Enter Ghost is a multi-layered novel that explores three main themes in great detail within its 323 pages, most of which are presented in standard prose but some inventively transformed into theatrical-style dialogue.

It follows the experiences of Sonia, a London-based jobbing actress in her mid-30s through two timelines. In the present day, the Anglo-Palestinian makes a journey to see her elder sister in Haifa, while at the same time recalling and reflecting on past experiences in the UK and Israel.

Sonia’s initial impulse for the trip is the closure of a production of The Seagull in which she played Arkadina and then faced a second ending—of her affair with the selfish, married director of the play. Her visit to Israel inspires a return to the past, allowing Sonia to explore her responses to a failed marriage and two terminated pregnancies but also the Palestinian experience.

This, in turn, offers several different paths—the lives of those who live in the occupied West Bank having little in common with their fellows on the other side of the border wall in what they refer to as “the inside”, i.e. Israel. Going a step further, Palestinians living overseas view their homeland at a further remove.

While the break was intended purely as a holiday, Sonia’s sister Haneen (who works in an Israeli university and struggles with her own challenges) introduces her to a theatre director, Mariam, who is about to embark on an Arabic version of Hamlet, for which neither of the leading female characters has been cast.

As soon as Sonia reluctantly agrees to sit in and read Gertrude and Ophelia, there is a sense of inevitability and she soon agrees to play the two roles in a short run that has garnered inexplicably substantial funding.

That has been inspired by two of Mariam’s relatives, her high-profile politician brother, who is briefly arrested, and a heartthrob, pop star cousin, cast as Hamlet despite never having previously acted.

Having set all of this up, Isabella Hammad expertly weaves together a touching and sometimes frightening vision of the difficulties faced by Palestinians from 1948 to date, a psychologically astute portrait of Sonia and her fellows and complements these themes with a detailed insight into the theatrical rehearsal process. The latter will be of special interest both to professionals and those who enjoy their theatre from the other side of the footlights.

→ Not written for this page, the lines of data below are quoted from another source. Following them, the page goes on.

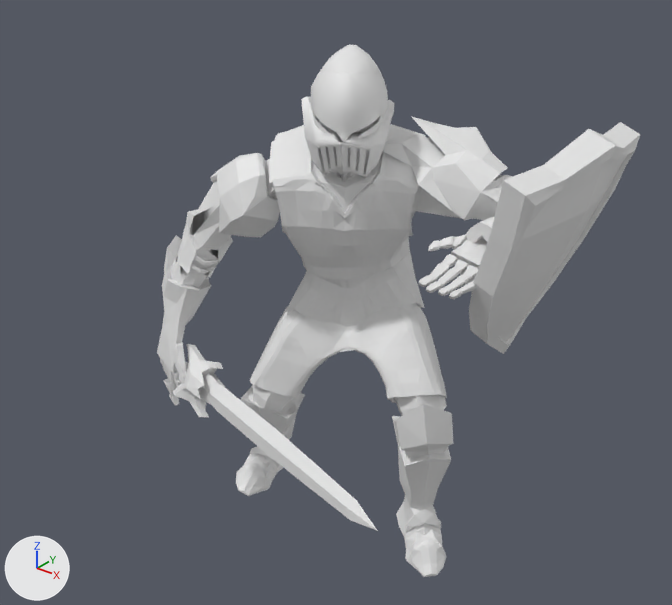
One commit to the OBJ model OpenGL_Framework/OpenGL_Framework/Assets/Models/KnightAnimations/SideSpecialPoses/SideSpecial1.obj: the scene before it, then after it.
Rendered twice from a 50 mm lens placed at (3.59, -4.91, 5.03), pointed at (0.05, -0.48, 2.28). Lighting does not change. The marker at lower left points along +X, +Y and +Z. Where no turn or scale is listed for an object, it has been applied to the vertices.

The first picture shows 'SideSpecial1'.
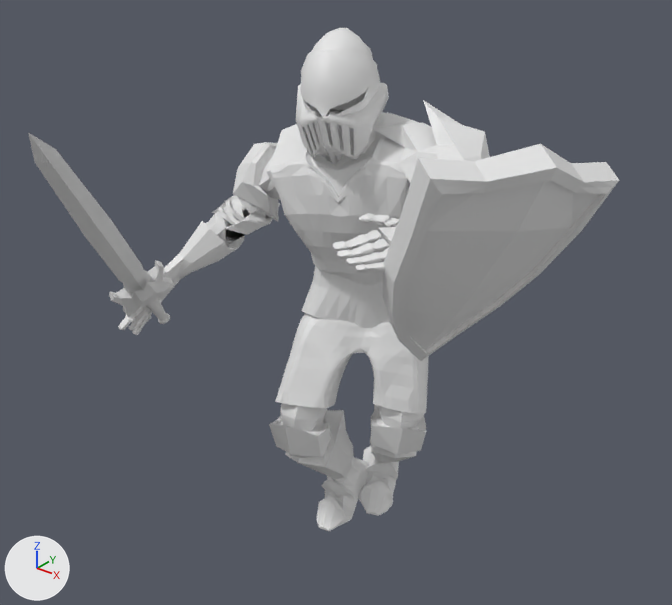
What differs and where, as boxes (x1, y1, x2, y2) in the pictures (672 x 605 px; the box of a moved part takes in the faces that stretch with it):
'SideSpecial1', reshaped (22% wider)
    before: (157, 44, 640, 577)
    after: (28, 28, 619, 531)
part 1 of me_sidespecial1, moved or reshaped
    before: (173, 344, 378, 531)
    after: (28, 133, 174, 324)
part 2 of me_sidespecial1, moved or reshaped
    before: (460, 122, 640, 354)
    after: (383, 144, 619, 361)
part 3 of me_sidespecial1, moved or reshaped
    before: (311, 72, 388, 142)
    after: (300, 50, 380, 117)
part 4 of me_sidespecial1, moved or reshaped
    before: (157, 44, 513, 577)
    after: (118, 28, 490, 531)

The change, as a diff of the scene's bpy script:
```diff
--- a/OpenGL_Framework/OpenGL_Framework/Assets/Models/KnightAnimations/SideSpecialPoses/SideSpecial1.obj.py
+++ b/OpenGL_Framework/OpenGL_Framework/Assets/Models/KnightAnimations/SideSpecialPoses/SideSpecial1.obj.py
@@ me_sidespecial1 @@
 # used by ob_sidespecial1; location = (0.0, 0.0, 0.0)
-me_sidespecial1.from_pydata(...)  # 4917 vertices, 9649 faces; spans x -1.68..1.67, y -1.48..0.73, z -0.01..3.91
+me_sidespecial1.from_pydata(...)  # 4917 vertices, 9649 faces; spans x -1.68..1.69, y -2.28..0.85, z -0.07..4.01
+# me_sidespecial1 part 1: the loose piece of 498 vertices spanning x -1.68..1.15, y -1.48..-0.57, z 1.22..1.64 is multiplied about its middle by the matrix ((0.643, 0.764, 0.049), (-0.532, 0.4, 0.746), (0.551, -0.506, 0.664)), then moved by (-0.8, -0.41, 1.23)
+# me_sidespecial1 part 2: the loose piece of 550 vertices spanning x 0.86..1.67, y -0.69..0.63, z 2.0..3.63 is multiplied about its middle by the matrix ((0.93, 0.32, 0.183), (-0.347, 0.927, 0.142), (-0.124, -0.196, 0.973)), then moved by (-0.17, -0.53, 0.07)
+# me_sidespecial1 part 3: the loose piece of 106 vertices spanning x -0.36..0.19, y -0.49..0.08, z 3.39..3.79 is multiplied about its middle by the matrix ((0.966, 0.227, -0.126), (-0.22, 0.973, 0.068), (0.138, -0.038, 0.99)), then moved by (-0.09, 0.01, 0.1)
+# me_sidespecial1 part 4: 3763 of 4917 vertices moved; they spanned x -1.54..1.27, y -0.87..0.73, z -0.01..3.91 and now span x -1.68..1.27, y -1.07..0.85, z -0.07..4.01; mean shift (-0.05, -0.05, 0.14); largest move (-1.15, 0.38, 0.04) -> (-0.3, 0.45, 0.21)
```

We are also asked to consider whether one of Shakespeare’s great and most adaptable tragedies can be interpreted as a direct commentary on the Israeli-Palestinian conflict through Intifadas and more mundane daily indignities and disputes.

As in real life, some underlying threads are left unresolved, as a powerful exposé of life for Palestinians combines with the tale of a play coming to life and overcoming obstacles large and small, whether political, personal or dramatic in a finely written, thought-provoking novel.